YOUR SOLIN GENERATED RECIPE
Crispy Baked Sweet and Sour Chicken
Enjoy a light twist on a classic takeout favorite with this Crispy Baked Sweet and Sour Chicken. The tender, juicy chicken breast is crisped up using a panko coating and paired with vibrant bell peppers and sweet pineapple. The homemade tangy sauce gives a perfect balance of sweet, sour, and savory notes, making it a fulfilling and flavorful meal.
INGREDIENTS
4 oz Chicken Breast
1/4 cup Panko Breadcrumbs
1 Egg White
1/2 cup Red Bell Pepper
1/2 cup Pineapple Chunks
1 tsp Olive Oil
1 tbsp Rice Vinegar
1 tsp Honey
1 tbsp Low-Sugar Ketchup
1 tbsp Low-Sodium Soy Sauce
PREPARATION
Preheat the oven to 425°F and line a baking sheet with parchment paper.
Slice the chicken breast into bite-sized pieces for even cooking.
In a bowl, lightly whisk the egg white to create a coating mixture.
Dredge the chicken pieces first in the egg white, then toss them in panko breadcrumbs until evenly coated.
Place the coated chicken on the prepared baking sheet, drizzle with olive oil, and bake for 15-18 minutes until crispy and cooked through.
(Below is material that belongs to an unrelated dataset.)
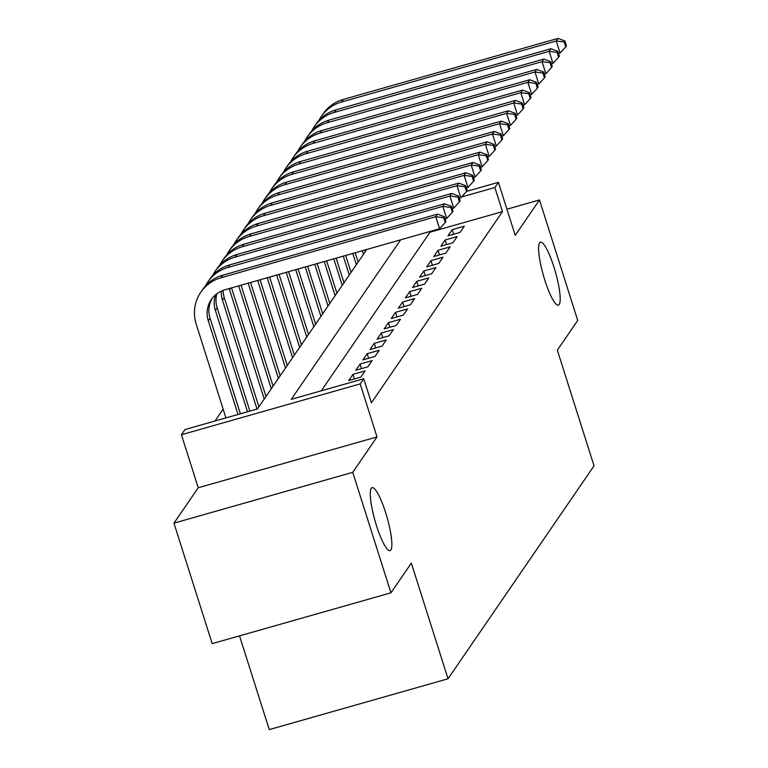<?xml version="1.0" encoding="UTF-8"?>
<svg xmlns="http://www.w3.org/2000/svg" width="768" height="768" viewBox="0 0 768 768"><rect width="100%" height="100%" fill="white"/><g stroke="black" fill="none" stroke-linecap="round" stroke-linejoin="round"><path stroke-width="1.15" d="M544.858 280.253A32.746 6.25 -105.9 0 1 540.432 242.131A32.746 6.25 -105.9 0 1 553.93 267.024A32.746 6.25 -105.9 0 1 558.346 305.136A32.746 6.25 -105.9 0 1 544.858 280.253M376.531 525.754A32.746 6.25 -105.9 0 1 372.106 487.632A32.746 6.25 -105.9 0 1 385.603 512.525A32.746 6.25 -105.9 0 1 390.019 550.637A32.746 6.25 -105.9 0 1 376.531 525.754M239.53 635.875L269.261 729.6L448.032 678.778L594.038 465.84L557.338 350.16L577.718 320.448L539.491 199.949L506.928 209.213M448.032 678.778L411.341 563.107L390.96 592.819L212.189 643.642L173.962 523.152L352.742 472.33L377.011 436.925L360.192 383.904L181.421 434.726L184.963 429.562L257.443 408.96L366.806 249.446M377.011 436.925L198.24 487.747L173.962 523.152M198.24 487.747L181.421 434.726M223.152 409.114L214.982 421.027M390.96 592.819L352.742 472.33M460.032 232.416L464.285 226.214L452.198 229.651L447.946 235.853L460.032 232.416M452.938 242.755L457.19 236.554L445.114 239.981L440.861 246.182L452.938 242.755M445.853 253.094L450.106 246.883L438.029 250.32L433.776 256.522L445.853 253.094M438.768 263.424L443.021 257.222L430.944 260.659L426.691 266.861L438.768 263.424M431.683 273.763L435.936 267.562L423.85 270.998L419.597 277.2L431.683 273.763M424.589 284.102L428.842 277.901L416.765 281.328L412.512 287.539L424.589 284.102M417.504 294.442L421.757 288.24L409.68 291.667L405.427 297.869L417.504 294.442M410.419 304.771L414.672 298.57L402.595 302.006L398.342 308.208L410.419 304.771M403.334 315.11L407.587 308.909L395.501 312.346L391.248 318.547L403.334 315.11M396.24 325.45L400.493 319.248L388.416 322.685L384.163 328.886L396.24 325.45M389.155 335.789L393.408 329.587L381.331 333.014L377.078 339.216L389.155 335.789M382.07 346.118L386.323 339.917L374.237 343.354L369.984 349.555L382.07 346.118M374.976 356.458L379.229 350.256L367.152 353.693L362.899 359.894L374.976 356.458M367.891 366.797L372.144 360.595L360.067 364.032L355.814 370.234L367.891 366.797M360.806 377.136L365.059 370.934L352.982 374.362L348.73 380.563L360.806 377.136M366.182 250.358L364.896 250.723M259.517 405.926L258.701 406.157M266.611 395.587L265.795 395.818M273.696 385.248L272.88 385.488M280.781 374.918L279.965 375.149M287.866 364.579L287.05 364.81M294.96 354.24L294.144 354.47M302.045 343.901L301.229 344.141M309.13 333.571L308.314 333.802M316.214 323.232L315.398 323.462M323.309 312.893L322.493 313.123M330.394 302.554L329.578 302.784M337.478 292.224L336.662 292.454M344.573 281.885L343.757 282.115M351.658 271.546L350.842 271.776M358.742 261.206L357.926 261.437M400.627 239.837L291.264 399.341L363.744 378.739L371.386 402.835L502.502 211.603L430.022 232.205L321.283 390.806M466.656 191.357L498.403 182.333L515.222 235.354L539.491 199.949M498.403 182.333L494.861 187.507L461.558 196.973M502.502 211.603L494.861 187.507M363.744 378.739L360.192 383.904M430.022 232.205L429.811 231.542M354.432 378.941L352.982 374.362M361.517 368.611L360.067 364.032M368.611 358.272L367.152 353.693M375.696 347.933L374.237 343.354M382.781 337.594L381.331 333.014M389.866 327.264L388.416 322.685M396.96 316.925L395.501 312.346M404.045 306.586L402.595 302.006M411.13 296.246L409.68 291.667M418.214 285.917L416.765 281.328M425.309 275.578L423.85 270.998M432.394 265.238L430.944 260.659M439.478 254.899L438.029 250.32M446.573 244.57L445.114 239.981M453.658 234.23L452.198 229.651M238.022 414.48L208.301 320.784A25.584 24.806 34.4 0 1 211.354 299.443A25.584 24.806 34.4 0 1 224.813 289.814L439.584 228.758L435.754 216.71L220.992 277.766A38.381 37.21 -145.6 0 0 200.803 292.214A38.381 37.21 -145.6 0 0 196.214 324.211L225.936 417.907M240.394 413.798L210.067 318.202A25.584 24.806 34.4 0 1 212.285 298.186M443.722 217.766L445.248 222.586L445.958 221.549L444.422 216.73L443.722 217.766L435.754 216.71L437.53 214.128L222.758 275.184A38.381 37.21 -145.6 0 0 202.57 289.622L200.803 292.214M437.53 214.128L444.422 216.73M445.248 222.586L439.584 228.758M247.526 411.773L215.386 310.445A25.584 24.806 34.4 0 1 215.578 294.749M249.907 411.101L217.152 307.862A25.584 24.806 34.4 0 1 216.864 293.722M445.104 218.87L446.669 218.429L442.848 206.371L228.077 267.427A38.381 37.21 -145.6 0 0 207.888 281.875A38.381 37.21 -145.6 0 0 205.488 285.926M450.806 207.427L452.333 212.246L453.043 211.219L451.517 206.4L450.806 207.427L442.848 206.371L444.614 203.789L229.843 264.845A38.381 37.21 -145.6 0 0 209.664 279.293L207.888 281.875M444.614 203.789L451.517 206.4M452.333 212.246L446.669 218.429M257.04 409.075L222.47 300.106A25.584 24.806 34.4 0 1 221.328 291.091M258.912 406.81L224.246 297.523A25.584 24.806 34.4 0 1 223.066 290.381M452.189 208.531L453.754 208.09L449.933 196.042L235.162 257.088A38.381 37.21 -145.6 0 0 214.973 271.536A38.381 37.21 -145.6 0 0 212.573 275.587M457.891 197.088L459.418 201.917L460.128 200.88L458.602 196.061L457.891 197.088L449.933 196.042L451.709 193.45L236.938 254.506A38.381 37.21 -145.6 0 0 216.749 268.954L214.973 271.536M451.709 193.45L458.602 196.061M459.418 201.917L453.754 208.09M264.23 399.062L229.555 289.766A25.584 24.806 34.4 0 1 229.21 288.566M265.997 396.48L231.552 287.894M459.283 198.192L460.838 197.75L457.018 185.702L242.246 246.758A38.381 37.21 -145.6 0 0 222.067 261.197A38.381 37.21 -145.6 0 0 219.658 265.248M464.976 186.758L466.512 191.578L467.213 190.541L465.686 185.722L464.976 186.758L457.018 185.702L458.794 183.12L244.022 244.166A38.381 37.21 -145.6 0 0 223.834 258.614L222.067 261.197M458.794 183.12L465.686 185.722M466.512 191.578L460.838 197.75M271.315 388.723L238.685 285.869M273.082 386.141L241.066 285.197M466.368 187.862L467.933 187.411L464.112 175.363L249.341 236.419A38.381 37.21 -145.6 0 0 229.152 250.867A38.381 37.21 -145.6 0 0 226.742 254.909M472.07 176.419L473.597 181.238L474.307 180.202L472.771 175.382L472.07 176.419L464.112 175.363L465.878 172.781L251.107 233.837A38.381 37.21 -145.6 0 0 230.918 248.275L229.152 250.867M465.878 172.781L472.771 175.382M473.597 181.238L467.933 187.411M278.4 378.384L248.198 283.171M280.176 375.802L250.57 282.49M473.453 177.523L475.018 177.082L471.197 165.024L256.426 226.08A38.381 37.21 -145.6 0 0 236.237 240.528A38.381 37.21 -145.6 0 0 233.837 244.579M479.155 166.08L480.682 170.899L481.392 169.872L479.866 165.043L479.155 166.08L471.197 165.024L472.963 162.442L258.192 223.498A38.381 37.21 -145.6 0 0 238.013 237.946L236.237 240.528M472.963 162.442L479.866 165.043M480.682 170.899L475.018 177.082M285.485 368.045L257.702 280.464M287.261 365.462L260.083 279.792M480.538 167.184L482.102 166.742L478.282 154.694L263.51 215.741A38.381 37.21 -145.6 0 0 243.322 230.189A38.381 37.21 -145.6 0 0 240.922 234.24M486.24 155.741L487.766 160.56L488.477 159.533L486.95 154.714L486.24 155.741L478.282 154.694L480.058 152.102L265.286 213.158A38.381 37.21 -145.6 0 0 245.098 227.606L243.322 230.189M480.058 152.102L486.95 154.714M487.766 160.56L482.102 166.742M292.579 357.715L267.216 277.757M294.346 355.123L269.587 277.085M487.632 156.845L489.187 156.403L485.366 144.355L270.595 205.411A38.381 37.21 -145.6 0 0 250.416 219.85A38.381 37.21 -145.6 0 0 248.006 223.901M493.325 145.411L494.861 150.23L495.571 149.194L494.035 144.374L493.325 145.411L485.366 144.355L487.142 141.773L272.371 202.819A38.381 37.21 -145.6 0 0 252.182 217.267L250.416 219.85M487.142 141.773L494.035 144.374M494.861 150.23L489.187 156.403M299.664 347.376L276.72 275.059M301.44 344.794L279.101 274.378M494.717 146.515L496.282 146.064L492.461 134.016L277.69 195.072A38.381 37.21 -145.6 0 0 257.501 209.52A38.381 37.21 -145.6 0 0 255.101 213.562M500.419 135.072L501.946 139.891L502.656 138.854L501.13 134.035L500.419 135.072L492.461 134.016L494.227 131.434L279.456 192.49A38.381 37.21 -145.6 0 0 259.277 206.928L257.501 209.52M494.227 131.434L501.13 134.035M501.946 139.891L496.282 146.064M306.749 337.037L286.234 272.352M308.525 334.454L288.605 271.68M501.802 136.176L503.366 135.725L499.546 123.677L284.774 184.733A38.381 37.21 -145.6 0 0 264.586 199.181A38.381 37.21 -145.6 0 0 262.186 203.232M507.504 124.733L509.03 129.552L509.741 128.515L508.214 123.696L507.504 124.733L499.546 123.677L501.312 121.094L286.55 182.15A38.381 37.21 -145.6 0 0 266.362 196.598L264.586 199.181M501.312 121.094L508.214 123.696M509.03 129.552L503.366 135.725M313.843 326.698L295.738 269.654M315.61 324.115L298.118 268.973M508.886 125.837L510.451 125.395L506.63 113.347L291.859 174.394A38.381 37.21 -145.6 0 0 271.68 188.842A38.381 37.21 -145.6 0 0 269.27 192.893M514.589 114.394L516.125 119.213L516.826 118.186L515.299 113.366L514.589 114.394L506.63 113.347L508.406 110.755L293.635 171.811A38.381 37.21 -145.6 0 0 273.446 186.259L271.68 188.842M508.406 110.755L515.299 113.366M516.125 119.213L510.451 125.395M320.928 316.368L305.251 266.947M322.694 313.776L307.632 266.275M515.981 115.498L517.546 115.056L513.715 103.008L298.954 164.054A38.381 37.21 -145.6 0 0 278.765 178.502A38.381 37.21 -145.6 0 0 276.355 182.554M521.683 104.064L523.21 108.883L523.92 107.846L522.384 103.027L521.683 104.064L513.715 103.008L515.491 100.426L300.72 161.472A38.381 37.21 -145.6 0 0 280.531 175.92L278.765 178.502M515.491 100.426L522.384 103.027M523.21 108.883L517.546 115.056M328.013 306.029L314.755 264.24M329.789 303.446L317.136 263.568M523.066 105.158L524.63 104.717L520.81 92.669L306.038 153.725A38.381 37.21 -145.6 0 0 285.85 168.163A38.381 37.21 -145.6 0 0 283.45 172.214M528.768 93.725L530.294 98.544L531.005 97.507L529.478 92.688L528.768 93.725L520.81 92.669L522.576 90.086L307.805 151.142A38.381 37.21 -145.6 0 0 287.626 165.581L285.85 168.163M522.576 90.086L529.478 92.688M530.294 98.544L524.63 104.717M335.098 295.69L324.269 261.542M336.874 293.107L326.65 260.87M530.15 94.829L531.715 94.378L527.894 82.33L313.123 143.386A38.381 37.21 -145.6 0 0 292.934 157.834A38.381 37.21 -145.6 0 0 290.534 161.885M535.853 83.386L537.379 88.205L538.09 87.168L536.563 82.349L535.853 83.386L527.894 82.33L529.67 79.747L314.899 140.803A38.381 37.21 -145.6 0 0 294.71 155.251L292.934 157.834M529.67 79.747L536.563 82.349M537.379 88.205L531.715 94.378M342.192 285.35L333.773 258.835M343.958 282.768L336.154 258.163M537.245 84.49L538.8 84.048L534.979 71.99L320.208 133.046A38.381 37.21 -145.6 0 0 300.029 147.494A38.381 37.21 -145.6 0 0 297.619 151.546M542.938 73.046L544.474 77.866L545.174 76.838L543.648 72.019L542.938 73.046L534.979 71.99L536.755 69.408L321.984 130.464A38.381 37.21 -145.6 0 0 301.795 144.912L300.029 147.494M536.755 69.408L543.648 72.019M544.474 77.866L538.8 84.048M349.277 275.021L343.286 256.138M351.043 272.429L345.667 255.456M544.33 74.15L545.894 73.709L542.064 61.661L327.302 122.707A38.381 37.21 -145.6 0 0 307.114 137.155A38.381 37.21 -145.6 0 0 304.704 141.206M550.032 62.717L551.558 67.536L552.269 66.499L550.733 61.68L550.032 62.717L542.064 61.661L543.84 59.078L329.069 120.125A38.381 37.21 -145.6 0 0 308.88 134.573L307.114 137.155M543.84 59.078L550.733 61.68M551.558 67.536L545.894 73.709M356.362 264.682L352.8 253.43M358.138 262.099L355.171 252.758M551.414 63.811L552.979 63.37L549.158 51.322L334.387 112.378A38.381 37.21 -145.6 0 0 314.198 126.816A38.381 37.21 -145.6 0 0 311.798 130.867M557.117 52.378L558.643 57.197L559.354 56.16L557.827 51.341L557.117 52.378L549.158 51.322L550.925 48.739L336.154 109.786A38.381 37.21 -145.6 0 0 315.974 124.234L314.198 126.816M550.925 48.739L557.827 51.341M558.643 57.197L552.979 63.37M363.446 254.342L362.304 250.733M365.222 251.76L364.685 250.051M558.499 53.482L560.064 53.03L556.243 40.982L341.472 102.038A38.381 37.21 -145.6 0 0 321.283 116.486A38.381 37.21 -145.6 0 0 318.883 120.538M564.202 42.038L565.728 46.858L566.438 45.821L564.912 41.002L564.202 42.038L556.243 40.982L558.019 38.4L343.248 99.456A38.381 37.21 -145.6 0 0 323.059 113.894L321.283 116.486M558.019 38.4L564.912 41.002M565.728 46.858L560.064 53.03M208.301 320.784L210.067 318.202M220.992 277.766L222.758 275.184M215.386 310.445L217.152 307.862M228.077 267.427L229.843 264.845M222.47 300.106L224.246 297.523M235.162 257.088L236.938 254.506M229.555 289.766L230.669 288.154M242.246 246.758L244.022 244.166M249.341 236.419L251.107 233.837M256.426 226.08L258.192 223.498M263.51 215.741L265.286 213.158M270.595 205.411L272.371 202.819M277.69 195.072L279.456 192.49M284.774 184.733L286.55 182.15M291.859 174.394L293.635 171.811M298.954 164.054L300.72 161.472M306.038 153.725L307.805 151.142M313.123 143.386L314.899 140.803M320.208 133.046L321.984 130.464M327.302 122.707L329.069 120.125M334.387 112.378L336.154 109.786M341.472 102.038L343.248 99.456"/></g></svg>

Meanwhile, in a small saucepan, combine rice vinegar, honey, low-sugar ketchup, and low-sodium soy sauce. Heat gently and stir until the sauce is warmed through and slightly thickened.
Once the chicken is done, toss it with the sweet and sour sauce along with the red bell pepper slices and pineapple chunks for a burst of flavor and color.
Serve immediately and enjoy your balanced, flavorful meal.